Põhimaantee 5 (abbreviated T5) is a 184-kilometre long west–east national main road in Estonia. The highway starts outside Pärnu. After this the main cities passed are Vändra, Türi, Paide and Rakvere. The highway ends in Sõmeru when intersecting with the T1.

The road forms a minor southwest–northeast transport artery in Estonia. In 2015, the highest traffic density on the route was between Sõmeru and Rakvere, with an AADT of 6,000. The figures nearly beat the section between Paide and Mäo, with an AADT of 5,900.

The road is a dual carriageway for 1.5 kilometres. The short section can be found at Mäo, on the interchange with the T2. Currently there are no plans to further widen the road.

==Route description==
The T5 is a minor west–east transport route in Estonia connecting the E67 to the E20 diagonally across Estonia. The route bypasses most towns, only going through Türi. The highway begins outside Pärnu on an intersection with the T4. The road runs parallel with the Pärnu river until Urge, and for the entirety of its route, runs northeast diagonally across Estonia. The road bypasses the borough of Vändra. At Rae, the road crosses the Pärnu river and runs parallel with it once again, with an average kilometre gap.
At Särevere, the Pärnu river is again crossed and Türi town limits are crossed. The road forms the central magistrale of Türi, also intersecting with the T15. Outside Paide, the road is directed onto a bypass. After Paide, the Pärnu river is once again crossed. At Mäo, the road turns into a dual carriageway (I class highway) for 1.5 kilometres, interchanging with the T2.

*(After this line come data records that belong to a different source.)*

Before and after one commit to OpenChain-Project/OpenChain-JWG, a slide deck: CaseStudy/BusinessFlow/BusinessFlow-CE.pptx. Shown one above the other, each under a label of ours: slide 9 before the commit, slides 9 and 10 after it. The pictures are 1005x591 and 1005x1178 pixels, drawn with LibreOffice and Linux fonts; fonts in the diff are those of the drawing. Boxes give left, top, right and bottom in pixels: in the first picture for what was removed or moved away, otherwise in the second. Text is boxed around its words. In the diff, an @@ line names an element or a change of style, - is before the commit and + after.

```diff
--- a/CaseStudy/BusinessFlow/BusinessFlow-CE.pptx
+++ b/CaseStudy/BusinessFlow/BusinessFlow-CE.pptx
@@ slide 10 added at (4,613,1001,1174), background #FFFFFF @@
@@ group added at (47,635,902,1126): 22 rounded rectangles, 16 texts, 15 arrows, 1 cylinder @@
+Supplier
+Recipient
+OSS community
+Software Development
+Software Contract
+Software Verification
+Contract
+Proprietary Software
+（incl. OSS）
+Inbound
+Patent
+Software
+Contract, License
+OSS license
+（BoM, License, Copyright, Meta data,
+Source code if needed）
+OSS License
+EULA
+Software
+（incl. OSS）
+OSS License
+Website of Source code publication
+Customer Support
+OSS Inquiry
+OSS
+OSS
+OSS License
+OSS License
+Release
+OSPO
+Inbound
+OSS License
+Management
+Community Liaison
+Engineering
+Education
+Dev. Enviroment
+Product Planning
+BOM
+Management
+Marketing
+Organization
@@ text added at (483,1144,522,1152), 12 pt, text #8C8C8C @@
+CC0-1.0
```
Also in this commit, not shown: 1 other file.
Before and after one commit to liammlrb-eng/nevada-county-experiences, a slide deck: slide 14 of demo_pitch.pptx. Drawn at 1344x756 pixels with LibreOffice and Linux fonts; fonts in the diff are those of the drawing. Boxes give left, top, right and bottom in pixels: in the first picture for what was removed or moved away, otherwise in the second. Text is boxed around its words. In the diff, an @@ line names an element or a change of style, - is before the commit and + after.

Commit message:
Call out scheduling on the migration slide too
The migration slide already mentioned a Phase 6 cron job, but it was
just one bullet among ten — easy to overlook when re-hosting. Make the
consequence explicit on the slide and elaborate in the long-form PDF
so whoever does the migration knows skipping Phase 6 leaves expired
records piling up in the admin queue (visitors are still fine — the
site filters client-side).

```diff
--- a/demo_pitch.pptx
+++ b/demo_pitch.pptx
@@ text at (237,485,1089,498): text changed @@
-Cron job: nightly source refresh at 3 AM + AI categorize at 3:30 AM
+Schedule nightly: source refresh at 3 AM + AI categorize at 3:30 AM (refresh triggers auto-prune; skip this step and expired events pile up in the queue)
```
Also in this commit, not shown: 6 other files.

At Roosna-Alliku, the route stops running parallel to the Pärnu river (as the source of the river is at Roosna-Alliku). At Aravete, the road intersects with the T39. At Käravete, the roads intersects with the T13. The road slightly bypasses Tapa. At Rakvere, the route follows the Rakvere ring road, intersecting with numerous support routes. The road terminates when intersecting with the T1 at Sõmeru.'

Currently there are no speed cameras on the T5.